Complicated things can often produce very complicated results and floating point errors can be very complicated things.

But in centuries of thinking a handful of people have found what look like very simple things that produce very complicated results.

Look at Wolfram's "A New Kind of Science" where he produces wildly complicated things with what look like very simple rules for cellular automata.

Look at "the busy beaver problem" where vast long calculations are the result of what seems to be a very simple problem statement.

Look at some of the "chaotic systems" problems where seemingly simple starting conditions gradually evolve into what looks like wildly complicated behavior. But, to be contrary again, in the real world we never seem to see something as simple as the variation in the behavior of water drops become more and more and more complicated and finally rip the universe in half.

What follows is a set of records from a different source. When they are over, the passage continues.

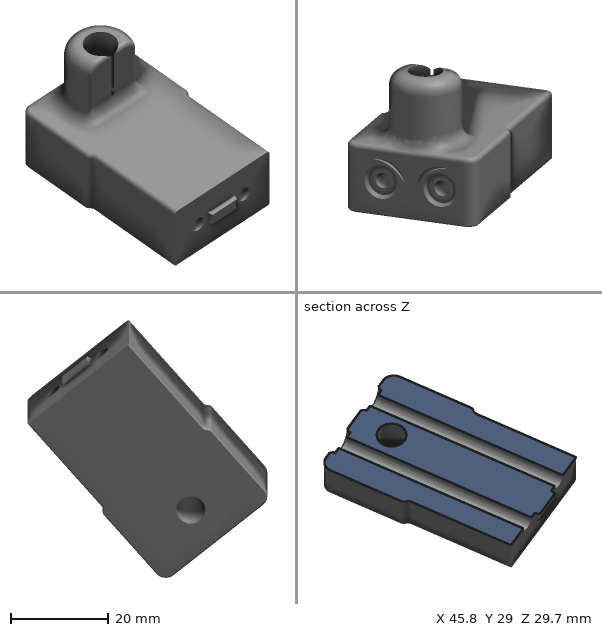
import math

import cadquery as cq

overall_length = 45.83
body_length = 44.8
body_width = 29.02
body_height = 15.0
rear_width = 27.25
front_length = 19.3
step_length = 1.8
corner_radius = 2.5
top_edge_radius = 1.0
bottom_chamfer = 0.3

boss_x = 8.77
boss_radius = 7.5
boss_top_z = 29.69
boss_flat_offset = 3.66
boss_flat_edge_radius = 1.0
boss_top_radius = 3.0
boss_base_radius = 3.0
bore_diameter = 6.0
upper_bore_diameter = 7.35

lip_outer_radius = boss_radius + boss_base_radius
lip_inner_radius = 10.25
lip_height = 0.011
lip_sweep = 100

hole_center_y = -0.2
hole_spacing = 13.06
hole_z = 7.42
hole_diameter = 3.25
counterbore_diameter = 6.25
countersink_diameter = 7.35
countersink_depth = (countersink_diameter - counterbore_diameter) / 2
counterbore_depth = 1.0

crescent_outer_radius = 5.07
crescent_inner_radius = 7.7
crescent_floor_radius = 6.9
crescent_middle_angle = 56.5
crescent_half_angle = 51.3
crescent_depth = 0.5

tab_length = overall_length - body_length
tab_height = 2.85
tab_end_height = 2.58
tab_clearance_radius = 3.05
tab_end_clearance_radius = 3.34

hole_positions = [hole_center_y + side * hole_spacing / 2 for side in (-1, 1)]


def make_body():
    """Two-width block; its rear face keeps sharp edges."""
    half_width = body_width / 2
    half_rear = rear_width / 2
    step_mid_x = front_length + step_length / 2
    step_mid_y = (half_width + half_rear) / 2
    step_end_x = front_length + step_length
    block = (
        cq.Workplane("XY")
        .moveTo(0, -half_width)
        .lineTo(front_length, -half_width)
        .tangentArcPoint((step_mid_x, -step_mid_y), relative=False)
        .tangentArcPoint((step_end_x, -half_rear), relative=False)
        .lineTo(body_length, -half_rear)
        .lineTo(body_length, half_rear)
        .lineTo(step_end_x, half_rear)
        .tangentArcPoint((step_mid_x, step_mid_y), relative=False)
        .tangentArcPoint((front_length, half_width), relative=False)
        .lineTo(0, half_width)
        .close()
        .extrude(body_height)
    )
    block = block.edges("|Z and <X").fillet(corner_radius)
    block = block.faces(">Z").edges("not >X").fillet(top_edge_radius)
    return block.faces("<Z").edges("not >X").chamfer(bottom_chamfer)


def make_boss():
    """Post standing on the body, flattened on +X and rounded at the top."""
    boss_height = boss_top_z - body_height
    boss = cq.Workplane("XY").circle(boss_radius).extrude(boss_height)
    beyond_flat = cq.Workplane("XY", origin=(boss_flat_offset, 0, 0)).box(
        boss_radius, 2 * boss_radius, boss_height, centered=(False, True, False)
    )
    boss = boss.cut(beyond_flat)
    boss = boss.faces(">Z").edges("%CIRCLE").fillet(boss_top_radius)
    boss = boss.faces(">X").edges("not <Z").fillet(boss_flat_edge_radius)
    return boss.translate((boss_x, 0, body_height))


def blend_boss_base(part):
    """Fillet the edges where the post meets the body top."""
    margin = 0.1
    reach = boss_radius + margin
    around_base = cq.selectors.BoxSelector(
        (boss_x - reach, -reach, body_height - margin),
        (boss_x + reach, reach, body_height + margin),
        boundingbox=True,
    )
    return part.edges(around_base).fillet(boss_base_radius)


def make_boss_bore():
    """Bore through post and body, wider within the post."""
    bore = cq.Workplane("XY").circle(bore_diameter / 2).extrude(boss_top_z)
    upper_bore = (
        cq.Workplane("XY", origin=(0, 0, body_height))
        .circle(upper_bore_diameter / 2)
        .extrude(boss_top_z - body_height)
    )
    return bore.union(upper_bore).translate((boss_x, 0, 0))


def make_lengthwise_hole(center_y):
    """Revolved cutter: countersink, counterbore and a hole through the body."""
    return (
        cq.Workplane("XY")
        .moveTo(0, 0)
        .lineTo(0, countersink_diameter / 2)
        .lineTo(countersink_depth, counterbore_diameter / 2)
        .lineTo(counterbore_depth, counterbore_diameter / 2)
        .lineTo(counterbore_depth, hole_diameter / 2)
        .lineTo(overall_length, hole_diameter / 2)
        .lineTo(overall_length, 0)
        .close()
        .revolve(360, (0, 0, 0), (1, 0, 0))
        .translate((0, center_y, hole_z))
    )


def make_crescent(center_y, inward):
    """Crescent cutter concentric with a hole; inward is the Y sign toward the other hole."""

    def point(radius, degrees):
        angle = math.radians(degrees)
        return (center_y + inward * radius * math.cos(angle), hole_z + radius * math.sin(angle))

    half_chord = crescent_outer_radius * math.sin(math.radians(crescent_half_angle))
    chord_distance = crescent_outer_radius * math.cos(math.radians(crescent_half_angle))
    start = point(crescent_outer_radius, crescent_middle_angle - crescent_half_angle)
    end = point(crescent_outer_radius, crescent_middle_angle + crescent_half_angle)
    outer_middle = point(crescent_outer_radius, crescent_middle_angle)

    def add_outline(plane, inner_radius):
        inner_rise = inner_radius - math.sqrt(inner_radius**2 - half_chord**2)
        inner_middle = point(chord_distance + inner_rise, crescent_middle_angle)
        return (
            plane.moveTo(*start)
            .threePointArc(outer_middle, end)
            .threePointArc(inner_middle, start)
            .close()
        )

    face_outline = add_outline(cq.Workplane("YZ"), crescent_inner_radius)
    floor_plane = face_outline.workplane(offset=crescent_depth, origin=(0, 0, 0))
    return add_outline(floor_plane, crescent_floor_radius).loft(ruled=True)


def make_lip():
    """Wedge-shaped ring sector, thickest at its inner radius."""
    return (
        cq.Workplane("XZ")
        .moveTo(lip_inner_radius, -lip_height)
        .lineTo(lip_inner_radius, lip_height)
        .lineTo(lip_outer_radius, 0)
        .lineTo(lip_outer_radius, -lip_height)
        .close()
        .revolve(lip_sweep, (0, 0, 0), (0, 1, 0))
        .rotate((0, 0, 0), (0, 0, 1), -lip_sweep / 2)
        .translate((boss_x, 0, body_height))
    )


def make_tab():
    """Tapered bar trimmed at both ends by cones that share the hole axes."""
    tab = (
        cq.Workplane("YZ", origin=(body_length, hole_center_y, hole_z))
        .rect(hole_spacing, tab_height)
        .workplane(offset=tab_length)
        .rect(hole_spacing, tab_end_height)
        .loft()
    )
    for center_y in hole_positions:
        clearance = (
            cq.Workplane("YZ", origin=(body_length, center_y, hole_z))
            .circle(tab_clearance_radius)
            .workplane(offset=tab_length)
            .circle(tab_end_clearance_radius)
            .loft()
        )
        tab = tab.cut(clearance)
    return tab


part = blend_boss_base(make_body().union(make_boss()))
part = part.cut(make_boss_bore()).union(make_lip()).union(make_tab())
for center_y in hole_positions:
    inward = 1 if center_y < hole_center_y else -1
    part = part.cut(make_lengthwise_hole(center_y))
    part = part.cut(make_crescent(center_y, inward))

result = part

Many or perhaps even all these complications seem to only exist inside our manufactured ability to do vast numbers of calculations, each with their own tiny contribution of error.

 

[Sorento7]

You can also think of creation of universe and evolution, simplest subatomic structures changing to an intelligent human being with key contribution of genetic mutations. I think that makes sense.
(However, philosophically speaking, I think a concept such as Mandelbrot's fractal did exist before we construct it with our rules.)